*** Block opens ***
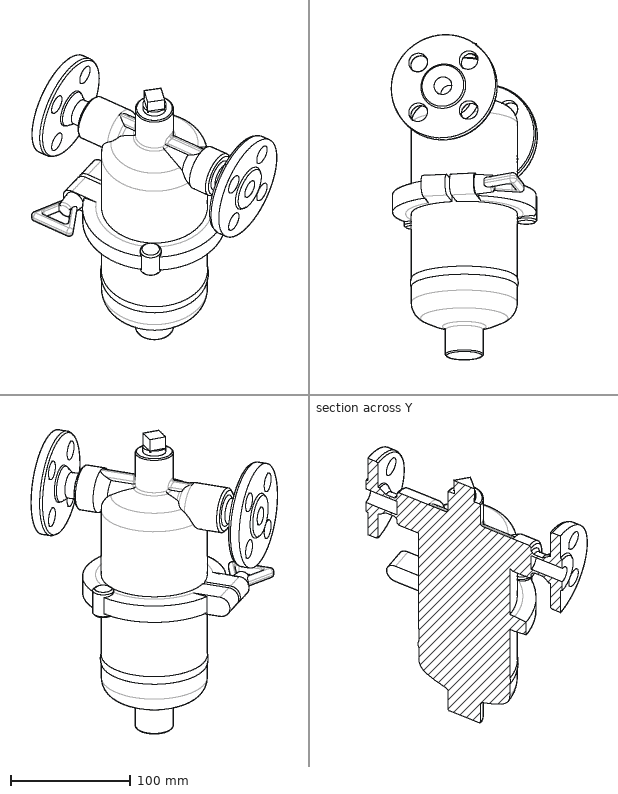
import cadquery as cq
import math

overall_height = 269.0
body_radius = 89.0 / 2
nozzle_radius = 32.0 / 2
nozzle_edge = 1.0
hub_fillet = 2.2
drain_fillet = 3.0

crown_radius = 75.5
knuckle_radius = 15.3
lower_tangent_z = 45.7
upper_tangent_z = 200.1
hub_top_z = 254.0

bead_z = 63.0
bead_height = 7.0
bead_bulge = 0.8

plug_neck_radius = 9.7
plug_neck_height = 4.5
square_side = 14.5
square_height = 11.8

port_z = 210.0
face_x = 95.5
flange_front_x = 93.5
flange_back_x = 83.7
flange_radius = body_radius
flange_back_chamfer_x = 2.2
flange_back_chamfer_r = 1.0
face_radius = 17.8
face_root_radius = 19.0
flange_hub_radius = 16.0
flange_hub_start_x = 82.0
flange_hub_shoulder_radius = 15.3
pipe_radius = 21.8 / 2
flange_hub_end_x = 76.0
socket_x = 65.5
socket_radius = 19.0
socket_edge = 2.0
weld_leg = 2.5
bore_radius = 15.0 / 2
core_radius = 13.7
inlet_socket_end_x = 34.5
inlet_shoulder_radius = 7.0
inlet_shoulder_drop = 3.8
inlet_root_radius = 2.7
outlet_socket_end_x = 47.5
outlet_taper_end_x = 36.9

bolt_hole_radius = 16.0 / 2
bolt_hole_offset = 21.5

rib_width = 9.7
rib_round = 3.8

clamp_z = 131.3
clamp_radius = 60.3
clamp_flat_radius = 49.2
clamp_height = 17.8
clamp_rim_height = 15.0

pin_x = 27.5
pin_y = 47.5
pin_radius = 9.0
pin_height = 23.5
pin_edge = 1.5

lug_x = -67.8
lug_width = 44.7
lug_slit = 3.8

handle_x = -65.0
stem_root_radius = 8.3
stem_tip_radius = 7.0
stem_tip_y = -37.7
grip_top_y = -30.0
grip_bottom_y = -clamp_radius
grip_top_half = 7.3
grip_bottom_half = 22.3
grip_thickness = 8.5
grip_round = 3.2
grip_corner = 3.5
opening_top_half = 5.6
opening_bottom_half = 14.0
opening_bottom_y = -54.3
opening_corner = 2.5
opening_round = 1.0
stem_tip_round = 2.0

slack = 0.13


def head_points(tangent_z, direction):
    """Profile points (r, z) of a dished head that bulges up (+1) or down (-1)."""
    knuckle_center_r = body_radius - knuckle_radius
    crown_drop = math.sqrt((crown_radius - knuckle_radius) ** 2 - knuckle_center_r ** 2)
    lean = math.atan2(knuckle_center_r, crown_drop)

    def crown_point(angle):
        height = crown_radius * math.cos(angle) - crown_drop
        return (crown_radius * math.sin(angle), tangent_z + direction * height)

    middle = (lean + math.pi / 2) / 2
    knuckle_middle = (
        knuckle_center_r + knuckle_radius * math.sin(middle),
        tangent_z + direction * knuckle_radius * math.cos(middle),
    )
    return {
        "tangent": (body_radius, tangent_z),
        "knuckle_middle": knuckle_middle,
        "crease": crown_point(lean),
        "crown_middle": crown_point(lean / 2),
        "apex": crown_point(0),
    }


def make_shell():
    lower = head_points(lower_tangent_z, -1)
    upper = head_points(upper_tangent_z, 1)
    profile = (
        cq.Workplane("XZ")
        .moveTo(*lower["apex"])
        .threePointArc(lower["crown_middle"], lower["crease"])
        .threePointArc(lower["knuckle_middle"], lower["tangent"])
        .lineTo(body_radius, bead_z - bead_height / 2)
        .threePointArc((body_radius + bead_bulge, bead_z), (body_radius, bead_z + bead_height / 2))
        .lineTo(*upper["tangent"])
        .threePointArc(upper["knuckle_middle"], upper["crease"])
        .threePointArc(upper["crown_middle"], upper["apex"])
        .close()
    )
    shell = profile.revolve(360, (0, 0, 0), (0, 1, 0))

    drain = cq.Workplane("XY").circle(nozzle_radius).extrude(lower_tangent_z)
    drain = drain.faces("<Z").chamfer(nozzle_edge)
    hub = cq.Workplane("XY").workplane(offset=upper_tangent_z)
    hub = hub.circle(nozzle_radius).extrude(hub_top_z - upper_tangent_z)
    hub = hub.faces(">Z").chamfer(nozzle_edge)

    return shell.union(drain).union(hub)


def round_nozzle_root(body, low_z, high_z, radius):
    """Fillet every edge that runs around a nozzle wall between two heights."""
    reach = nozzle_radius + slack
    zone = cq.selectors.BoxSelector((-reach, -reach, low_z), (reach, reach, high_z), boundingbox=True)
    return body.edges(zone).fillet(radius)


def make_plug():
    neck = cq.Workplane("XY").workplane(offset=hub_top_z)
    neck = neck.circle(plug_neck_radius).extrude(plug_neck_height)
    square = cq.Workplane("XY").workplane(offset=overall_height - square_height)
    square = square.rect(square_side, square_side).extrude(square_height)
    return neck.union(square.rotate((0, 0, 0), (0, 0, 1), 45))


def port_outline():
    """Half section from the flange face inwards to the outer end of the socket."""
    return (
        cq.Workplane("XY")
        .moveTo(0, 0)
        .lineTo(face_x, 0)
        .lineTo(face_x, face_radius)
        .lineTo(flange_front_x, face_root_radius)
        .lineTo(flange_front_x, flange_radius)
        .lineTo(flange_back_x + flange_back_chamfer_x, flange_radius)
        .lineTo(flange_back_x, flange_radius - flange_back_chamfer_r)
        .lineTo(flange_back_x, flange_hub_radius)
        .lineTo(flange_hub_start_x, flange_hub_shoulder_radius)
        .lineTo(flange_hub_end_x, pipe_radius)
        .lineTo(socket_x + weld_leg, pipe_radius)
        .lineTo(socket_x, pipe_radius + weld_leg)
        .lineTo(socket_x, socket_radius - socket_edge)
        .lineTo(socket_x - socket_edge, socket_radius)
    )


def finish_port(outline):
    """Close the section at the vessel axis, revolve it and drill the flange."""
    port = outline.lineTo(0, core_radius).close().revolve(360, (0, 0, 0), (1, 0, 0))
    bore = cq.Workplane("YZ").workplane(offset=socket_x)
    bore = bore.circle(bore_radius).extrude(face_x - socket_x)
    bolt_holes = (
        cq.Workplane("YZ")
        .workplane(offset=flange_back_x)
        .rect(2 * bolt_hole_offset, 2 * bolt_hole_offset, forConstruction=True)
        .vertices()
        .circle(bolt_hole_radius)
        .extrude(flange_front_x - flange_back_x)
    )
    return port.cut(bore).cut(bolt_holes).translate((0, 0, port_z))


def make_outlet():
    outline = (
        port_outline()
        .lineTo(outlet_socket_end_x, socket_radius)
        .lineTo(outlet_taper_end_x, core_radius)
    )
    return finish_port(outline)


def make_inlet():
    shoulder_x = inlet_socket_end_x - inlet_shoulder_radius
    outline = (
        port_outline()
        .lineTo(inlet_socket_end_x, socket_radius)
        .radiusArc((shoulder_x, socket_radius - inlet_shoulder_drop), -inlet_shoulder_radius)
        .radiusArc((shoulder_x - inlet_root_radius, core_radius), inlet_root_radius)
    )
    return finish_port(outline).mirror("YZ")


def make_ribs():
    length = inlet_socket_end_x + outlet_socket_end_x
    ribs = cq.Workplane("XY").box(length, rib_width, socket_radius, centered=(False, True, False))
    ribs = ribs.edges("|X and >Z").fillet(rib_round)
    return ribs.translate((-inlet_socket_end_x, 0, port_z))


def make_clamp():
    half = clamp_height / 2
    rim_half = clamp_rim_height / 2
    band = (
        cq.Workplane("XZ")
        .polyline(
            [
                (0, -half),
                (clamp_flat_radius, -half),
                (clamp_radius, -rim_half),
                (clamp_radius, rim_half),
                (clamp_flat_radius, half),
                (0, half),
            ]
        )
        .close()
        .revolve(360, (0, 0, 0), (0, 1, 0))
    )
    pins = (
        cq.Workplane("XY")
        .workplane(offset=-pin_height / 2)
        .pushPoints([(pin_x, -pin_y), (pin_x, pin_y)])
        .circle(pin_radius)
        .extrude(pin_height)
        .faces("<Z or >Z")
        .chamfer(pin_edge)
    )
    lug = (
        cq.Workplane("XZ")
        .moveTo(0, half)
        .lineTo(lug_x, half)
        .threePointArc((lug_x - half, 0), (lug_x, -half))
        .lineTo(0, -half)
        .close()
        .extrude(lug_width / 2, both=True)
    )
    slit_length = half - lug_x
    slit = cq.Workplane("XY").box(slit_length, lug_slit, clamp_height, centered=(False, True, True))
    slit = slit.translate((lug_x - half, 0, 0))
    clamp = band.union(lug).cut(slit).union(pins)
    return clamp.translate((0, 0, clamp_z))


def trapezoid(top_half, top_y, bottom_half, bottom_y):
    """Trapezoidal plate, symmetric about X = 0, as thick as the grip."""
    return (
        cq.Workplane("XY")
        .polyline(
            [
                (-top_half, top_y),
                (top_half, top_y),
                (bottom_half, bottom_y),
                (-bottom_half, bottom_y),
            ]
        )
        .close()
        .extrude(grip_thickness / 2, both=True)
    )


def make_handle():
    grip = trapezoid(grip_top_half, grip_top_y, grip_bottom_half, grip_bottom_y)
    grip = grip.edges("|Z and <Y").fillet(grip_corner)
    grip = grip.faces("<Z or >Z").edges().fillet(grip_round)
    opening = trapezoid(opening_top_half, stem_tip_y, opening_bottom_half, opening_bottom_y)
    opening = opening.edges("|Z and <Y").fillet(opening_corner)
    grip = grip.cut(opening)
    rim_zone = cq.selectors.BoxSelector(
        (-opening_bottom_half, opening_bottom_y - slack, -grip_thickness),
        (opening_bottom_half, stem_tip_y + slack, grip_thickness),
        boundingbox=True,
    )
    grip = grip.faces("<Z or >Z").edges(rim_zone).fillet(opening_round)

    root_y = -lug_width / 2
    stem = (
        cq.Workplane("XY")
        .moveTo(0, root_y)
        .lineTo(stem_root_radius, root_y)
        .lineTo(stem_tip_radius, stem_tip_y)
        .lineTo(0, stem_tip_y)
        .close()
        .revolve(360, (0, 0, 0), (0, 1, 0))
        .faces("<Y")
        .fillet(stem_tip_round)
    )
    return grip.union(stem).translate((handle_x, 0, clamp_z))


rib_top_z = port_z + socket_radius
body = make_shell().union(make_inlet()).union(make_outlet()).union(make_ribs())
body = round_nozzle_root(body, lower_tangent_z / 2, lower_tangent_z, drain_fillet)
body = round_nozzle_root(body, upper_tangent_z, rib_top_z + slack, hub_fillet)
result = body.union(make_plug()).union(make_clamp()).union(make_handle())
*** Block closes ***
- [Task]:
Pull every line containing "lean" out of the material and copy it.

- [Solution for this exercise]:
    lean = math.atan2(knuckle_center_r, crown_drop)
    middle = (lean + math.pi / 2) / 2
        "crease": crown_point(lean),
        "crown_middle": crown_point(lean / 2),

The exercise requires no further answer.